We have just finished our yearly celebration of Jesus Christ’s victory over death and sin. The Easter Triduum is the center of the liturgical life of the Church and the vital core where believers find the be-all and end-all of their existence. Because God the Father confirms the words and works of His Son Jesus Christ, death is not the disastrous fate that awaits us pilgrims on this earth.
Christianity is distinct from most other beliefs fundamentally in this: God became one of us; we human beings are not the ones who have sought God first, but rather God himself is the one who has come close to his people. In that sense, we Christians do not “look upward” in search of God… since God Himself has come down! It is he who has looked downward:
Christ Jesus, though he was in the form of God, did not regard equality with God something to be grasped. Rather, he emptied himself, taking the form of a slave, coming in human likeness; and found human in appearance, he humbled himself, becoming obedient to death, even death on a cross. (Phil 2, 6-8)
God wanted to walk on our paths, to eat with us, to laugh and mourn among the people… to live, ultimately, our very life. The Son of God became man in order to be our only mediator before the Father (1 Tim 2: 5), and there is no other name given to us by which we are to be saved (Acts 4, 12).
Two thousand years after his time on earth, we Christians try to follow his footsteps and continue his work in a world full of sorrows. It seems that the Kingdom of God is still far away, but faith assures us that it is —from the perspective of the “here and now” and the “not yet” of salvation— continually being built. It is like the pebble that one has thrown; it keeps flying until it lands, which it will do without fail.
In what sense can we say that Christ is present among us, that God is still actively present in the journey of the Church and of humanity? Three notes:
- A few Sundays from now, the liturgy will remind us of the last words of Jesus, “I am with you always, until the end of the age” (Mt 28, 20). We repeat every Sunday in the Creed that we believe in the Holy Spirit, in the presence of the divine among us, in the Paraclete, a dynamic force that drives us and makes us continue Jesus’ work and mission on earth: “But if I go, I will send him to you. He will glorify me, because he will take from what is mine and declare it to you” (Jn 16, 7. 14).

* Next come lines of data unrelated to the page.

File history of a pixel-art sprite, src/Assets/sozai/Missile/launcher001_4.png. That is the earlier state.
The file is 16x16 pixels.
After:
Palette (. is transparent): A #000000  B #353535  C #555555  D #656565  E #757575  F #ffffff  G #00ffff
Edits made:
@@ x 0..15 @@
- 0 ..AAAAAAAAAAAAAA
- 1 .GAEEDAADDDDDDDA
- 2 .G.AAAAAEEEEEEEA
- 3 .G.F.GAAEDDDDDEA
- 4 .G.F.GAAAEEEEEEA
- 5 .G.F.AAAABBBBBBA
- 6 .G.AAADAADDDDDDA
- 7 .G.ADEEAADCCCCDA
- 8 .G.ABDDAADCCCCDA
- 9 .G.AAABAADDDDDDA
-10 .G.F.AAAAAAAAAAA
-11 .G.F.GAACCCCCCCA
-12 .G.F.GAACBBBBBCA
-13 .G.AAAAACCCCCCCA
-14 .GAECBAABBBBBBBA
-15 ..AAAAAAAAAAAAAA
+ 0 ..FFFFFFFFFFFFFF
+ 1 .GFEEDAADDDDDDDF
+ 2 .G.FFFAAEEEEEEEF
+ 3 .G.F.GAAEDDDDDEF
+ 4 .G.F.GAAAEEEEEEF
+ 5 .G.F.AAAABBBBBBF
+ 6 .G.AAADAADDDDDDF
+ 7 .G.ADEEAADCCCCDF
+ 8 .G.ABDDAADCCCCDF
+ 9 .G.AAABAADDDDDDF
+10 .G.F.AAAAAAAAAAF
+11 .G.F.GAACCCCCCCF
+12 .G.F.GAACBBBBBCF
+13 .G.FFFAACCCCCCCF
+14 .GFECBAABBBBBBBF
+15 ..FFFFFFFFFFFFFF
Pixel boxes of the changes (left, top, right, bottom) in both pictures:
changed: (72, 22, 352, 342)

- Deeply convinced that God’s face is reflected more accurately and clearly in the faces of our poor brothers and sisters, the Church goes out to meet them as if she is going to the Lord himself. In this sense, we meet the Lord every time we meet the poor: “In serving the poor we serve Jesus Christ” (SVP IX, 252). For Vincent de Paul, to serve God is the same as to serve the poor.
- Jesus Christ wanted to stay with us in the Bread and Wine shared.
To go back to where I started, around us, in the peripheries that Pope Francis insists on so much, is where we will find God if we look forward. This is certainly our Vincentian spirituality. Vincentians are not to remain looking at the sky. We are told, as were the apostles, in Acts 1, 11, “Why are you standing there looking at the sky?” Because God has remained on earth, we are to look around us. There is no room here for half-measures or mediocrity. St Vincent said: What! To be a Christian and to see our brother suffering without weeping with him, without being sick with him! That is to be lacking in charity; it is being a caricature of a Christian” (SVP XII, 271).
In this Year of Collaboration, let us encourage one another to continue looking for God where he reveals himself with crystal clarity. You, as a vincentian, know where.
For reflection and dialogue:
- What kind of spirituality do I live? Where do I find God?
- Do I really believe that my encounter with the poor is an encounter with Jesus Christ? Have I perhaps “professionalized” my apostolate?